Wo die Ideen blühen #13: Der schöne Wahnsinn

8. November 2017
1 Minute Lesezeit

San Servolo ist eine kleine Insel in der Lagune Venedigs. Im ersten Jahrtausend bewohnten Mönche den einsamen Fleck Erde inmitten der türkis-azurblauen Wellen. Rote Sandsteinbauten umrahmen Palmenhaine, von denen das emsige Treiben der La Serenissima wie ein ferner Traum erscheint. Der perfekte Ort für eine geschlossene psychiatrische Anstalt, so zumindest der Gedankengang Napoleons. So verschiffte man ab 1800 die von der Gesellschaft und der gemeinhin als Wirklichkeit dogmatisierten Weltsicht Ausgeschlossenen auf das abgelegene Paradies. Zeit vergeht, Wesen bleibt. Heute ist der Torbogen, worauf einst „Manicomio“ (Irrenhaus) stand, übermalt und mit „University“ überschrieben. Ein prophetisches Palimpsest oder doch nur ein Vaticinium ex Eventu? Die Universitäten Venedig, Barcelona, München und Durham gründeten ebendort eine Hochburg des Wissens, sehr schick und als Inbegriff der Schönen Künste inszeniert. Denken macht auch schön. Die Metaphorik, überwältigend. Ästhetik trifft das Erbe des Wahnsinns. Denken macht auch irre. Ein Konnex, der auf keinerlei Zusammenhängen beruht – aber wer braucht heute noch Zusammenhänge: es regiert das Gefühl.
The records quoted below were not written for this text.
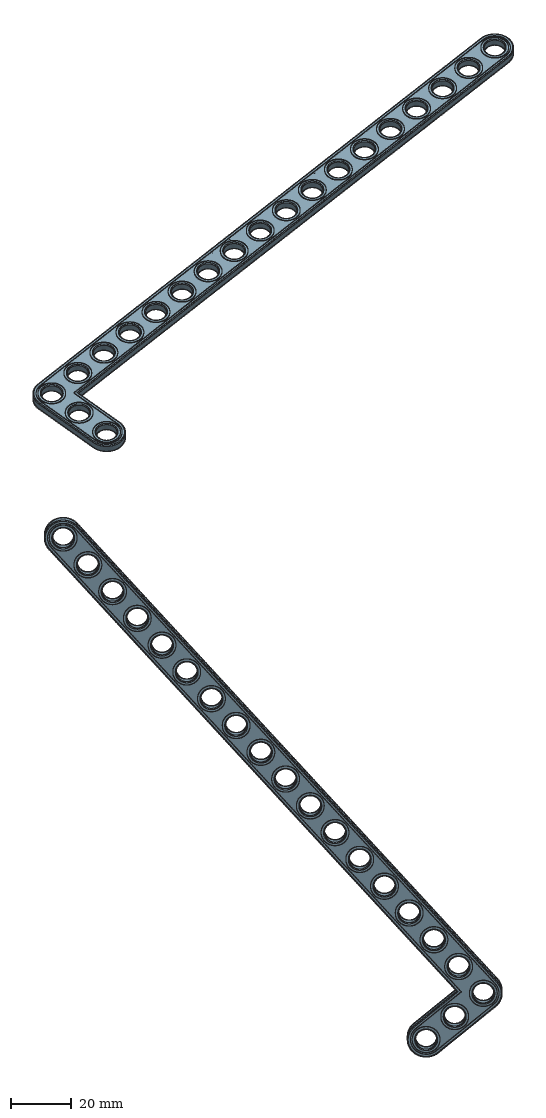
import cadquery as cq

length = 225.0
long_hole_count = 18
short_hole_count = 3
thickness = 3.2
hole_diameter = 7.0
ring_diameter = 9.2
rim_width = 1.08
recess_depth = 0.2
edge_chamfer = 0.32

pitch = length / long_hole_count
long_span = (long_hole_count - 1) * pitch
short_span = (short_hole_count - 1) * pitch

hole_places = [(0, row * pitch) for row in range(long_hole_count)]
hole_places += [(column * pitch, 0) for column in range(1, short_hole_count)]


def angled_strip(width, height):
    """L-shaped strip with round ends; the corner hole is at the origin, the bottom face at Z = 0."""
    plane = cq.Workplane("XY")
    long_arm = plane.center(0, long_span / 2).slot2D(long_span + width, width, 90).extrude(height)
    short_arm = plane.center(short_span / 2, 0).slot2D(short_span + width, width).extrude(height)
    return long_arm.union(short_arm).clean()


def cylinders_at_holes(diameter, height):
    """Upright cylinders standing on Z = 0, one at every hole."""
    return cq.Workplane("XY").pushPoints(hole_places).circle(diameter / 2).extrude(height)


recess = angled_strip(pitch - 2 * rim_width, recess_depth)
recess = recess.cut(cylinders_at_holes(ring_diameter, recess_depth))

body = angled_strip(pitch, thickness)
body = body.cut(cylinders_at_holes(hole_diameter, thickness))
body = body.faces("<Z or >Z").edges().chamfer(edge_chamfer)

body = body.cut(recess)
result = body.cut(recess.translate((0, 0, thickness - recess_depth)))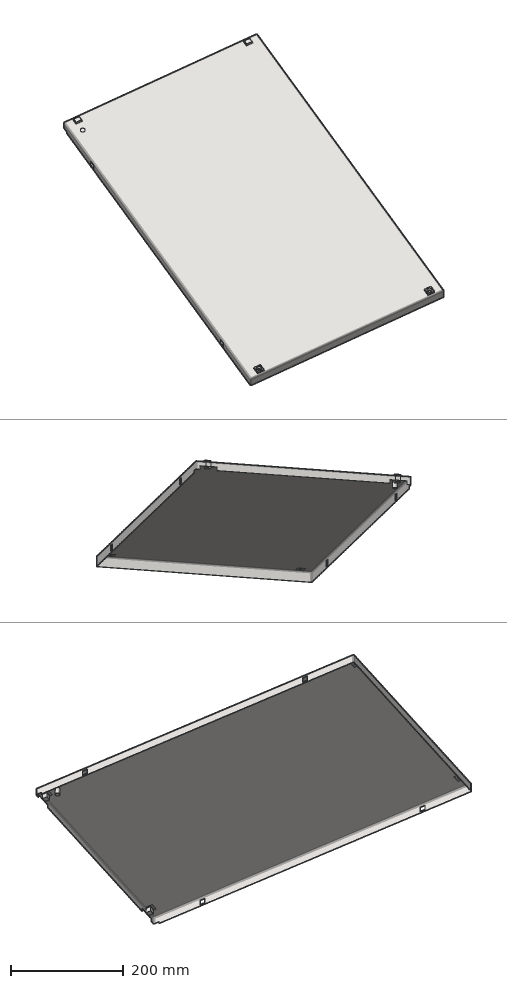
import cadquery as cq
import math

LENGTH = 665.0
WIDTH = 398.0
TRAY_HEIGHT = 20.0
TOTAL_HEIGHT = 23.0
SHEET = 1.0
BEND_RADIUS = 2.3

STEP_LENGTH = 11.0
STEP_HEIGHT = 4.0

NOTCH_WIDTH = 31.0
NOTCH_TOP = 10.5

WALL_HOLE = 10.0
WALL_HOLE_X = 230.0
WALL_HOLE_Z = 8.5

CORNER_Y = 175.0
PEG_X = -322.5
PEG_BASE_X = 11.0
PEG_BASE_Y = 13.0
PEG_DRAFT = 20.0
LEG_WIDTH = 9.0
LEG_INSET = 2.0
LEG_BOTTOM = 8.5
SOCKET_X = 321.0
SOCKET_BASE_X = 13.0
SOCKET_BASE_Y = 14.0
SOCKET_DRAFT = 8.5
MOUTH_DIAMETER = 8.5
MOUTH_DRAFT = 30.0

STUD_X = -300.0
STUD_Y = -177.5
STUD_DIAMETER = 8.5
STUD_BOTTOM = 4.5
STUD_CHAMFER = 0.5

SHEET_UNDERSIDE = TRAY_HEIGHT - SHEET
CAP_HEIGHT = TOTAL_HEIGHT - TRAY_HEIGHT
BORE_DIAMETER = MOUTH_DIAMETER - 2 * CAP_HEIGHT * math.tan(math.radians(MOUTH_DRAFT))
LEG_X = -LENGTH / 2 + LEG_INSET + LEG_WIDTH / 2


def block(size_x, size_y, z_bottom, z_top, x=0.0, y=0.0):
    """Upright block centred on (x, y)."""
    outline = cq.Workplane("XY", origin=(x, y, z_bottom)).rect(size_x, size_y)
    return outline.extrude(z_top - z_bottom)


def rounded_block(size_x, size_y, height, radius):
    """Block standing on z = 0 with rounded upright and top edges."""
    return block(size_x, size_y, 0, height).edges("|Z or >Z").fillet(radius)


def peg_leg(y):
    """Square leg of a peg, reaching down through the sheet."""
    return block(LEG_WIDTH, LEG_WIDTH, LEG_BOTTOM, TRAY_HEIGHT, LEG_X, y)


def make_tray():
    """Folded sheet with skirt step, wall holes, notches, peg seats and socket bores."""
    outer = rounded_block(LENGTH, WIDTH, TRAY_HEIGHT, BEND_RADIUS)
    inner = rounded_block(
        LENGTH - 2 * SHEET, WIDTH - 2 * SHEET, SHEET_UNDERSIDE, BEND_RADIUS - SHEET
    )
    tray = outer.cut(inner)
    tray = tray.cut(block(2 * STEP_LENGTH, WIDTH, 0, STEP_HEIGHT, -LENGTH / 2))
    hole_bottom = WALL_HOLE_Z - WALL_HOLE / 2
    for x in (-WALL_HOLE_X, WALL_HOLE_X):
        tray = tray.cut(block(WALL_HOLE, WIDTH, hole_bottom, hole_bottom + WALL_HOLE, x))
    for y in (-CORNER_Y, CORNER_Y):
        tray = tray.cut(block(2 * LEG_INSET, NOTCH_WIDTH, 0, NOTCH_TOP, -LENGTH / 2, y))
        tray = tray.cut(peg_leg(y))
        bore_centre = cq.Workplane("XY", origin=(SOCKET_X, y, SHEET_UNDERSIDE))
        tray = tray.cut(bore_centre.circle(BORE_DIAMETER / 2).extrude(SHEET))
    return tray


def make_peg(y):
    """Tapered peg standing on the sheet, held by a leg set into it."""
    cap = (
        cq.Workplane("XY", origin=(PEG_X, y, TRAY_HEIGHT))
        .rect(PEG_BASE_X, PEG_BASE_Y)
        .extrude(CAP_HEIGHT, taper=PEG_DRAFT)
    )
    return cap.union(peg_leg(y))


def make_socket(y):
    """Tapered collar standing on the sheet, with a conical mouth that runs right through it."""
    collar = (
        cq.Workplane("XY", origin=(SOCKET_X, y, TRAY_HEIGHT))
        .rect(SOCKET_BASE_X, SOCKET_BASE_Y)
        .extrude(CAP_HEIGHT, taper=SOCKET_DRAFT)
    )
    mouth = (
        cq.Workplane("XY", origin=(SOCKET_X, y, TOTAL_HEIGHT))
        .circle(MOUTH_DIAMETER / 2)
        .extrude(-CAP_HEIGHT, taper=MOUTH_DRAFT)
    )
    return collar.cut(mouth)


def make_stud():
    """Round stud under the sheet, chamfered at its free end."""
    root = cq.Workplane("XY", origin=(STUD_X, STUD_Y, STUD_BOTTOM))
    stud = root.circle(STUD_DIAMETER / 2).extrude(SHEET_UNDERSIDE - STUD_BOTTOM)
    return stud.faces("<Z").chamfer(STUD_CHAMFER)


tray = make_tray()
pegs = [make_peg(y) for y in (-CORNER_Y, CORNER_Y)]
sockets = [make_socket(y) for y in (-CORNER_Y, CORNER_Y)]
stud = make_stud()

result = cq.Compound.makeCompound([body.val() for body in (tray, *pegs, *sockets, stud)])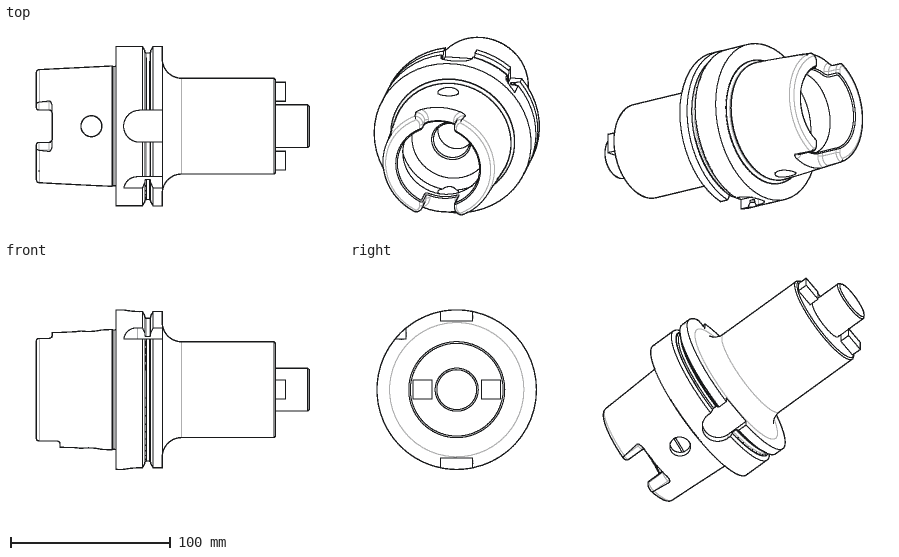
import cadquery as cq
import math


total_length = 171.0
taper_end_x = 47.4
flange_start_x = 50.0
flange_end_x = 79.0
shank_end_x = 150.0

taper_end_radius = 37.8
taper_slope = 1 / 20
flange_radius = 100.0 / 2
shank_radius = 30.1
pilot_radius = 13.5
flange_fillet = 12.0
step_chamfer = 1.0
end_rounding = 2.0
wall_end_rounding = 1.7

neck_radius = 37.5
neck_start_x = 48.0
relief_outer_radius = 39.5
relief_depth = 0.7
relief_fillet = 1.7

groove_start_x = 66.5
groove_end_x = 73.2
groove_flank_width = 1.5
groove_flank_angle = 30
groove_depth = 4.1
groove_floor_fillet = 0.9

slot_width = 20.0
slot_start_x = 54.7
slot_floor_z = 43.0
corner_wall_offset = 31.6
corner_end_radius = 8.5

notch_half_width = 10.1
notch_wall_rounding = 5.0
notch_rounding_start_z = 27.2
upper_notch_depth = 10.0
lower_notch_depth = 14.9
notch_floor_fillet = 2.0

bore_radius = 26.2
mouth_chamfer = 0.9
undercut_start_x = 19.8
undercut_radius = 30.8
undercut_end_x = 39.3
bore_floor_radius = 25.0
coolant_radius = 12.5
coolant_chamfer = 1.0
coolant_end_x = 61.5

cross_hole_x = 34.5
cross_hole_diameter = 13.0

key_size = 12.0
key_length = 6.2
key_inner_y = 15.5

edge_margin = 0.2


def turned_body():
    """Outer shape of the arbor, revolved about X."""
    taper_start_radius = taper_end_radius - taper_end_x * taper_slope
    relief_floor_x = flange_start_x + relief_depth
    arc_mid = 1 - math.sqrt(0.5)
    flange_arc_x = flange_end_x + flange_fillet * arc_mid
    flange_arc_radius = shank_radius + flange_fillet * arc_mid
    profile = (
        cq.Workplane("XY")
        .moveTo(0, 0)
        .lineTo(0, taper_start_radius)
        .lineTo(taper_end_x, taper_end_radius)
        .lineTo(neck_start_x, neck_radius)
        .lineTo(relief_floor_x - relief_fillet, neck_radius)
        .radiusArc((relief_floor_x, neck_radius + relief_fillet), -relief_fillet)
        .lineTo(relief_floor_x, relief_outer_radius)
        .lineTo(flange_start_x, relief_outer_radius)
        .lineTo(flange_start_x, flange_radius)
        .lineTo(flange_end_x, flange_radius)
        .lineTo(flange_end_x, shank_radius + flange_fillet)
        .threePointArc((flange_arc_x, flange_arc_radius), (flange_end_x + flange_fillet, shank_radius))
        .lineTo(shank_end_x - step_chamfer, shank_radius)
        .lineTo(shank_end_x, shank_radius - step_chamfer)
        .lineTo(shank_end_x, pilot_radius)
        .lineTo(total_length - step_chamfer, pilot_radius)
        .lineTo(total_length, pilot_radius - step_chamfer)
        .lineTo(total_length, 0)
        .close()
    )
    return profile.revolve(360, (0, 0, 0), (1, 0, 0))


def gripper_groove():
    """Ring with sloping upper flanks, straight lower walls and a rounded floor."""
    floor_radius = flange_radius - groove_depth
    flank_depth = groove_flank_width / math.tan(math.radians(groove_flank_angle))
    flank_radius = flange_radius - flank_depth
    left_wall_x = groove_start_x + groove_flank_width
    right_wall_x = groove_end_x - groove_flank_width
    ring = (
        cq.Workplane("XY")
        .polyline([
            (groove_start_x, flange_radius),
            (left_wall_x, flank_radius),
            (left_wall_x, floor_radius),
            (right_wall_x, floor_radius),
            (right_wall_x, flank_radius),
            (groove_end_x, flange_radius),
        ])
        .close()
        .revolve(360, (0, 0, 0), (1, 0, 0))
    )
    floor_edges = cq.selectors.RadiusNthSelector(0)
    return ring.edges(floor_edges).fillet(groove_floor_fillet)


def round_ended_slot(center_y, end_radius, floor_z):
    """Slot cutter parallel to X with a round end, open towards the shank and upwards."""
    center_x = slot_start_x + end_radius
    height = flange_radius - floor_z
    length = flange_end_x - center_x
    channel = cq.Workplane("XY").box(length, 2 * end_radius, height, centered=(False, True, False))
    round_end = cq.Workplane("XY").circle(end_radius).extrude(height)
    return channel.union(round_end).translate((center_x, center_y, floor_z))


def flange_cutters():
    """Two opposite slots and the corner notch."""
    upper_slot = round_ended_slot(0, slot_width / 2, slot_floor_z)
    lower_slot = upper_slot.mirror("XY")
    corner_center_y = -corner_wall_offset - corner_end_radius
    corner_notch = round_ended_slot(corner_center_y, corner_end_radius, corner_wall_offset)
    return [upper_slot, lower_slot, corner_notch]


def notch_wall_edges(x):
    """Selector for the edges at x that bound the notch walls, leaving out the far outer sides."""
    reach = taper_end_radius - edge_margin
    return cq.selectors.BoxSelector((x - edge_margin, -reach, edge_margin), (x + edge_margin, reach, reach))


def drive_notch(depth):
    """Notch cutter in +Z with rounded floor edges, flaring into a slab in front of the open end."""
    outer_half_width = notch_half_width + notch_wall_rounding
    shoulder_z = notch_rounding_start_z + notch_wall_rounding
    size = taper_end_radius
    notch = (
        cq.Workplane("YZ")
        .moveTo(-notch_half_width, 0)
        .lineTo(notch_half_width, 0)
        .lineTo(notch_half_width, notch_rounding_start_z)
        .radiusArc((outer_half_width, shoulder_z), notch_wall_rounding)
        .lineTo(size, shoulder_z)
        .lineTo(size, size)
        .lineTo(-size, size)
        .lineTo(-size, shoulder_z)
        .lineTo(-outer_half_width, shoulder_z)
        .radiusArc((-notch_half_width, notch_rounding_start_z), notch_wall_rounding)
        .close()
        .extrude(depth)
    )
    notch = notch.edges(notch_wall_edges(depth)).fillet(notch_floor_fillet)
    slab = cq.Workplane("XY").box(depth, 2 * size, size, centered=(False, True, False))
    flared = notch.union(slab.translate((-depth, 0, 0)))
    return flared.edges(notch_wall_edges(0)).fillet(wall_end_rounding)


def clamping_bore():
    """Straight mouth, undercut chamber closing in a cone, and blind coolant hole, revolved about X."""
    floor_x = undercut_end_x + undercut_radius - bore_floor_radius
    return (
        cq.Workplane("XY")
        .polyline([
            (0, 0),
            (0, bore_radius),
            (undercut_start_x, bore_radius),
            (undercut_start_x, undercut_radius),
            (undercut_end_x, undercut_radius),
            (floor_x, bore_floor_radius),
            (floor_x, coolant_radius),
            (floor_x + coolant_chamfer, coolant_radius - coolant_chamfer),
            (coolant_end_x, coolant_radius - coolant_chamfer),
            (coolant_end_x, 0),
        ])
        .close()
        .revolve(360, (0, 0, 0), (1, 0, 0))
    )


def bore_mouth_edges():
    """Selector for the bore edges at the open end and along both drive notches."""
    reach = bore_radius + edge_margin
    return cq.selectors.BoxSelector(
        (-edge_margin, -reach, -reach),
        (undercut_start_x - edge_margin, reach, reach),
        boundingbox=True,
    )


def drive_key():
    """Block standing on the shank end at +Y."""
    key = cq.Workplane("XY").box(key_length, key_size, key_size, centered=(False, False, True))
    return key.translate((shank_end_x, key_inner_y, 0))


def cross_hole():
    """Hole along Z through both walls of the taper."""
    hole = cq.Workplane("XY").circle(cross_hole_diameter / 2).extrude(taper_end_radius, both=True)
    return hole.translate((cross_hole_x, 0, 0))


body = turned_body().faces("<X").edges().fillet(end_rounding)
body = body.cut(gripper_groove())
for cutter in flange_cutters():
    body = body.cut(cutter)

body = body.cut(drive_notch(upper_notch_depth))
body = body.cut(drive_notch(lower_notch_depth).mirror("XY"))
body = body.cut(clamping_bore())
body = body.faces("%CYLINDER").edges(bore_mouth_edges()).chamfer(mouth_chamfer)
body = body.cut(cross_hole())

key = drive_key()
result = body.union(key).union(key.mirror("XZ"))

Und die Existenz vonUniversität auf den Ruinen einer Psychiatrie gibt Gefühl: sogar stimmiges Gefühl. Universität ist nämlich unter all den anderen jene Institution, die es zuverlässig schafft, den Ihrigen ein Gefühl vom Innen einer Irrenanstalt zu verleihen. Schon der grinsende Foucault konnte Bildungseinrichtungen und Psychiatrien eine gewisse Artverwandtschaft abgewinnen. Es bleibt mir schließlich die Schönheit der Lagune, und mit ihr ein Funke Wahrheit.